Rogue Trooper: Eye of the Traitor Part 1 by Gerry Finley-Day and Cam Kennedy starts with a potential pun. M*A*S*H was a hit medical war comedy-drama. This opens with SMASH – a Sealed Mobile Army Surgical Hospital – though coincidentally Smash is a type of ready-made mashed potato… Anyway, a lone traveller arrives at the hospital demanding oxygen, which the dispensing droids aren’t authorised to give out, without a prescription. Killing all of the humans at the hospital, the traveller addresses the robots, informing them that he is their new commander and to gather up supplies and to follow him. Hours later they arrive at an old missile disguised as a tree in a withered forest. Once the payload is delivered, the traveller goes on a shooting spree again, though one psycho-analyst droid (whose speech patterns are cut from the Freud / Jung mold) survives, offering to attempt to help the traveller with his manic behaviour. Bland and Brass discover the carnage at the hospital (naturally more concerned that the place has been looted already) while the traveller reveals his identity – the Traitor General.

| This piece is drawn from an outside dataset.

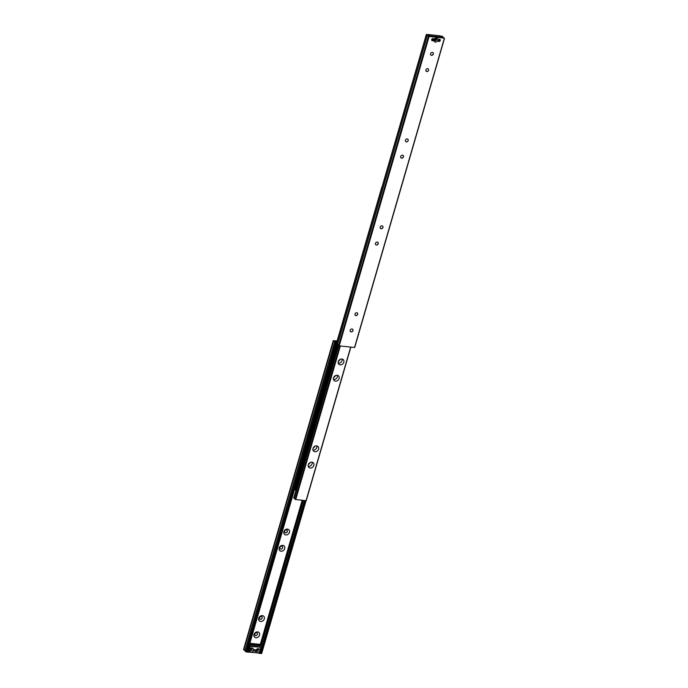 <?xml version="1.0" encoding="UTF-8"?>
<svg xmlns="http://www.w3.org/2000/svg" width="688" height="688" viewBox="0 0 688 688"><rect width="100%" height="100%" fill="white"/><g stroke="black" fill="none" stroke-linecap="round" stroke-linejoin="round"><path stroke-width="1.03" d="M249.993 649.188A1.187 0.98 133.3 0 0 250.423 648.732M256.495 649.893A1.187 0.98 133.3 0 0 256.925 649.438M282.785 545.36A3.199 2.632 133.3 0 0 279.147 547.983A3.199 2.632 133.3 0 0 281.082 551.217A3.199 2.632 133.3 0 0 284.72 548.585A3.199 2.632 133.3 0 0 282.785 545.36M281.702 546.195A1.6 1.316 133.3 0 0 280.85 549.127A1.6 1.316 133.3 0 0 281.702 546.195M280.136 548.792A1.6 1.316 133.3 0 0 282.329 546.461M287.515 529.089A3.199 2.632 133.3 0 0 283.877 531.712A3.199 2.632 133.3 0 0 285.812 534.946A3.199 2.632 133.3 0 0 289.45 532.314A3.199 2.632 133.3 0 0 287.515 529.089M286.423 529.923A1.6 1.316 133.3 0 0 285.572 532.856A1.6 1.316 133.3 0 0 286.423 529.923M284.866 532.521A1.6 1.316 133.3 0 0 287.059 530.199M262.369 615.64A3.199 2.632 133.3 0 0 258.731 618.263A3.199 2.632 133.3 0 0 260.666 621.496A3.199 2.632 133.3 0 0 264.304 618.873A3.199 2.632 133.3 0 0 262.369 615.64M261.277 616.482A1.6 1.316 133.3 0 0 260.425 619.406A1.6 1.316 133.3 0 0 261.277 616.482M259.72 619.071A1.6 1.316 133.3 0 0 261.913 616.749M257.639 631.911A3.199 2.632 133.3 0 0 254.001 634.534A3.199 2.632 133.3 0 0 255.936 637.767A3.199 2.632 133.3 0 0 259.574 635.144A3.199 2.632 133.3 0 0 257.639 631.911M256.555 632.754A1.6 1.316 133.3 0 0 255.704 635.678A1.6 1.316 133.3 0 0 256.555 632.754M254.999 635.342A1.6 1.316 133.3 0 0 257.192 633.02M260.09 653.333L304.457 500.615L260.081 653.308L261.655 653.557L305.997 500.778M261.096 645.765L303.296 500.486M335.959 342.16L335.581 341.368L336.982 341.463M336.785 342.701A1.496 0.447 -163.8 0 1 335.916 342.005A1.496 0.447 -163.8 0 1 336.036 341.884M337.154 340.861L333.585 340.766A1.78 0.533 -163.8 0 1 334.755 341.652A1.78 0.533 -163.8 0 1 334.652 341.773L244.851 650.934L247.31 652L336.802 343.845M244.833 650.9L334.643 341.79L336.724 342.908M243.561 649.584L243.776 649.885A1.78 0.533 -163.8 0 1 244.919 650.599M257.028 649.377A1.187 0.98 -46.7 0 1 257.759 651.252A1.187 0.98 -46.7 0 1 257.028 649.377A1.247 1.023 -46.7 0 1 256.443 649.979M250.501 648.689A1.247 1.023 -46.7 0 1 249.95 649.274M258.43 644.243L260.262 645.972A1.428 1.178 -46.7 0 1 261.5 646.152L259.668 644.415A1.428 1.178 133.3 0 0 258.43 644.243A1.531 1.256 -46.7 0 1 257.149 644.097A1.385 1.144 133.3 0 0 255.996 643.968A1.531 1.256 -46.7 0 1 254.732 643.839A1.385 1.144 133.3 0 0 253.588 643.71A1.531 1.256 -46.7 0 1 252.324 643.572A1.385 1.144 133.3 0 0 251.172 643.452A1.531 1.256 -46.7 0 1 249.907 643.314A1.385 1.144 133.3 0 0 249.847 643.263M249.28 645.224L249.761 645.679L247.869 652.19L248.488 652.25L250.286 646.066L261.113 647.245L259.316 653.428L259.935 653.497L261.818 646.987A1.428 1.178 -46.7 0 0 261.5 646.152M247.869 652.19L247.388 651.734M249.761 645.679A1.385 1.144 -46.7 0 1 251.748 645.043L249.907 643.314M251.172 643.452L253.012 645.181A1.531 1.256 -46.7 0 1 251.748 645.043M253.012 645.181A1.385 1.144 -46.7 0 1 254.156 645.31L252.324 643.572M253.588 643.71L255.42 645.447A1.531 1.256 -46.7 0 1 254.156 645.31M255.42 645.447A1.385 1.144 -46.7 0 1 256.572 645.568L254.732 643.839M255.996 643.968L257.837 645.705A1.531 1.256 -46.7 0 1 256.572 645.568M257.837 645.705A1.385 1.144 -46.7 0 1 258.989 645.834L257.149 644.097M260.262 645.972A1.531 1.256 -46.7 0 1 258.989 645.834M249.864 649.498A1.187 0.98 -46.7 0 1 251.937 649.721A1.187 0.98 -46.7 0 1 249.864 649.498M249.813 649.825A1.187 0.98 133.3 0 0 251.051 648.517M256.306 650.53A1.187 0.98 133.3 0 0 257.544 649.223M253.838 650.315A0.886 0.731 -46.7 0 1 255.386 650.487A0.886 0.731 -46.7 0 1 253.838 650.315M251.292 647.976A2.313 1.901 -46.7 0 1 251.43 652.121A2.313 1.901 -46.7 0 1 251.292 647.976M257.785 648.681A2.313 1.901 -46.7 0 1 257.923 652.826A2.313 1.901 -46.7 0 1 257.785 648.681M250.2 646.359L248.592 651.889M248.54 652.069L259.342 653.093L260.89 647.27L250.251 646.402M312.971 450.047A3.199 2.632 133.3 0 0 316.815 447.449A3.199 2.632 133.3 0 0 316.858 445.919A3.199 2.632 133.3 0 1 316.033 448.86A3.199 2.632 133.3 0 1 313.186 450.072A3.199 2.632 133.3 0 1 312.971 450.047M313.178 448.051A3.199 2.632 133.3 0 0 314.88 446.245M308.241 466.309A3.199 2.632 133.3 0 0 312.094 463.721A3.199 2.632 133.3 0 0 312.137 462.181A3.199 2.632 133.3 0 1 311.303 465.131A3.199 2.632 133.3 0 1 308.456 466.344A3.199 2.632 133.3 0 1 308.241 466.309M308.456 464.323A3.199 2.632 133.3 0 0 310.159 462.517M338.204 363.169A3.199 2.632 133.3 0 0 342.056 360.572A3.199 2.632 133.3 0 0 342.099 359.041A3.199 2.632 133.3 0 1 341.274 361.983A3.199 2.632 133.3 0 1 338.419 363.195A3.199 2.632 133.3 0 1 338.204 363.169M338.419 361.174A3.199 2.632 133.3 0 0 340.121 359.368M333.482 379.432A3.199 2.632 133.3 0 0 337.335 376.843A3.199 2.632 133.3 0 0 337.378 375.304A3.199 2.632 133.3 0 1 336.544 378.254A3.199 2.632 133.3 0 1 333.697 379.466A3.199 2.632 133.3 0 1 333.482 379.432M333.697 377.437A3.199 2.632 133.3 0 0 335.4 375.639M336.595 343.518L337.55 344.516L295.281 489.976L295.935 490.484M294.619 489.168A1.496 0.447 -163.8 0 1 295.376 489.667M336.75 342.684L381.96 187.213M316.643 445.884A3.199 2.632 133.3 0 0 313.35 447.716A3.199 2.632 133.3 0 0 313.599 451.139A3.199 2.632 133.3 0 0 314.949 451.741A3.199 2.632 133.3 0 0 318.243 449.909A3.199 2.632 133.3 0 0 317.994 446.486A3.199 2.632 133.3 0 0 316.643 445.884M311.922 462.155A3.199 2.632 133.3 0 0 308.628 463.987A3.199 2.632 133.3 0 0 308.878 467.41A3.199 2.632 133.3 0 0 310.219 468.012A3.199 2.632 133.3 0 0 313.513 466.18A3.199 2.632 133.3 0 0 313.264 462.757A3.199 2.632 133.3 0 0 311.922 462.155M341.884 359.007A3.199 2.632 133.3 0 0 338.591 360.839A3.199 2.632 133.3 0 0 338.84 364.262A3.199 2.632 133.3 0 0 340.182 364.864A3.199 2.632 133.3 0 0 343.475 363.032A3.199 2.632 133.3 0 0 343.235 359.609A3.199 2.632 133.3 0 0 341.884 359.007M337.163 375.278A3.199 2.632 133.3 0 0 333.869 377.11A3.199 2.632 133.3 0 0 334.119 380.524A3.199 2.632 133.3 0 0 335.46 381.135A3.199 2.632 133.3 0 0 338.754 379.294A3.199 2.632 133.3 0 0 338.505 375.88A3.199 2.632 133.3 0 0 337.163 375.278M295.186 499.436L339.769 345.935L295.186 499.436L306.22 500.744L350.794 347.13M293.802 498L294.249 498.499A1.496 0.447 -163.8 0 1 295.255 499.092M294.249 498.499L338.668 345.608M377.015 244.859A3.199 2.632 133.3 0 0 378.142 243.664M381.737 228.588A3.199 2.632 133.3 0 0 382.872 227.393M351.774 331.736A3.199 2.632 133.3 0 0 352.901 330.541M356.504 315.465A3.199 2.632 133.3 0 0 357.631 314.27M433.001 52.658A1.6 1.316 -46.7 0 1 430.808 54.98M431.522 55.324A1.6 1.316 -46.7 0 1 432.374 52.391A1.6 1.316 -46.7 0 1 431.522 55.324M428.28 68.929A1.6 1.316 -46.7 0 1 426.087 71.251M426.792 71.586A1.6 1.316 -46.7 0 1 427.644 68.662A1.6 1.316 -46.7 0 1 426.792 71.586M407.864 139.208A1.6 1.316 -46.7 0 1 405.671 141.539M406.376 141.874A1.6 1.316 -46.7 0 1 407.227 138.942A1.6 1.316 -46.7 0 1 406.376 141.874M403.134 155.479A1.6 1.316 -46.7 0 1 400.941 157.801M401.646 158.145A1.6 1.316 -46.7 0 1 402.497 155.213A1.6 1.316 -46.7 0 1 401.646 158.145M377.893 242.357A1.6 1.316 -46.7 0 1 375.7 244.687M376.405 245.023A1.6 1.316 -46.7 0 1 377.256 242.09A1.6 1.316 -46.7 0 1 376.405 245.023M382.623 226.094A1.6 1.316 -46.7 0 1 380.43 228.416M381.135 228.751A1.6 1.316 -46.7 0 1 381.986 225.819A1.6 1.316 -46.7 0 1 381.135 228.751M352.652 329.234A1.6 1.316 -46.7 0 1 350.459 331.564M351.164 331.9A1.6 1.316 -46.7 0 1 352.015 328.967A1.6 1.316 -46.7 0 1 351.164 331.9M357.382 312.971A1.6 1.316 -46.7 0 1 355.189 315.293M355.894 315.629A1.6 1.316 -46.7 0 1 356.745 312.705A1.6 1.316 -46.7 0 1 355.894 315.629M436.553 37.995A2.219 1.823 133.3 0 0 435.375 42.063A2.219 1.823 133.3 0 0 436.553 37.995M435.857 38.537A1.187 0.98 133.3 0 0 435.22 40.712A1.187 0.98 133.3 0 0 435.857 38.537M436.183 38.631A1.187 0.98 -46.7 0 1 434.584 40.325M433.036 38.58A1.187 0.98 133.3 0 0 432.399 40.764A1.187 0.98 133.3 0 0 433.036 38.58A1.187 0.98 -46.7 0 1 431.651 40.067M439.529 39.285A1.187 0.98 133.3 0 0 438.892 41.469A1.187 0.98 133.3 0 0 439.529 39.285A1.187 0.98 -46.7 0 1 438.144 40.773M428.426 36.395L444.224 38.115A1.78 0.533 -163.8 0 1 443.046 37.229A1.78 0.533 -163.8 0 1 443.158 37.109L442.264 36.232L440.836 36.111A1.496 0.447 -163.8 0 1 441.885 36.877A1.496 0.447 -163.8 0 1 441.773 36.997L442.031 37.556L429.845 36.232L428.839 35.595A1.496 0.447 -163.8 0 1 427.781 34.821A1.496 0.447 -163.8 0 1 427.902 34.71L426.345 34.443L427.36 35.398A1.78 0.533 -163.8 0 1 428.529 36.275A1.78 0.533 -163.8 0 1 428.426 36.395M428.426 36.447L338.608 345.531L339.227 345.875L354.698 347.492L444.439 38.416M295.298 490.011L337.567 344.516A1.78 0.533 -163.8 0 1 338.694 345.221M434.481 40.059A1.247 1.023 133.3 0 0 435.908 38.545M438.153 40.368A1.247 1.023 133.3 0 0 439.133 39.319M431.651 39.663A1.247 1.023 133.3 0 0 432.64 38.614M429.905 36.24L441.971 37.548L440.131 35.81L439.512 35.75L440.913 37.066L430.086 35.888L428.065 34.503L429.905 36.24M427.902 35.088L428.065 34.503M432.589 38.631A1.187 0.98 -46.7 0 1 431.668 39.612M439.082 39.336A1.187 0.98 -46.7 0 1 438.161 40.317M435.564 38.545A0.886 0.731 -46.7 0 1 434.463 39.715M440.535 37.023L430.456 35.931L429.063 34.615L439.142 35.707L440.69 37.092M261.466 653.6L305.868 500.769M260.537 653.497L304.939 500.666M260.976 645.654L303.159 500.468M260.554 645.249L302.634 500.417M260.159 644.88L302.144 500.365M247.112 652.043L336.69 343.733M246.192 651.94L335.993 342.822M245.736 651.768L335.538 342.65M244.851 650.934L334.652 341.816M243.776 649.885L333.585 340.766M243.681 649.833L333.482 340.715M243.526 649.687L333.336 340.569M295.651 490.346L337.971 344.688M336.69 342.658L381.814 187.325M294.12 498.439L338.651 345.161M293.776 498.103L338.29 344.86M261.655 653.557L350.665 347.113M295.694 499.66L340.345 345.995M295.238 499.488L339.855 345.944M295.281 489.976L427.36 35.398M337.455 344.456L427.257 35.337M336.57 343.622L426.371 34.503M354.501 347.535L444.31 38.416M339.227 345.875L429.037 36.756M338.771 345.703L428.581 36.584M260.081 653.308L304.44 500.615M247.31 652L336.828 343.871M243.5 649.627L333.302 340.508M336.638 342.641L381.78 187.256M293.742 498.035L338.247 344.834M306.22 500.744L350.846 347.139M295.169 499.402L339.752 345.935M336.535 343.561L426.345 34.443M354.698 347.492L444.5 38.373M440.63 37.032L439.297 35.776"/></g></svg>

Brendan McCarthy makes a welcome return in a pin-up showing Dredd before a cityscape which highlights how much his art style has developed since the early years of 2000AD, following the McMahon style of ‘pepperpot’ blocks with tufts of trees and shrubbery in roof gardens.

Grailpage: I was tempted by Jim Baikie’s opening cityscape of the Bullring as Birmingham came running, and by Cam Kennedy’s forest with a procession of hovering medical robots, but in the end I’ve gone for McCarthy’s star pin-up on the back page.

Grailquote: Alan Moore, Roxy: “I know we’re not as advanced as you, but we can build spaceships and things. We’ve already got as far as the moon.” Skizz: “As… far… the moon?” Roxy: “Yeah. Pretty good, eh?” Narration: “…and it was then that interpreter Zhcchz of the Tau-Ceti Imperium realised that he was never going to get home.”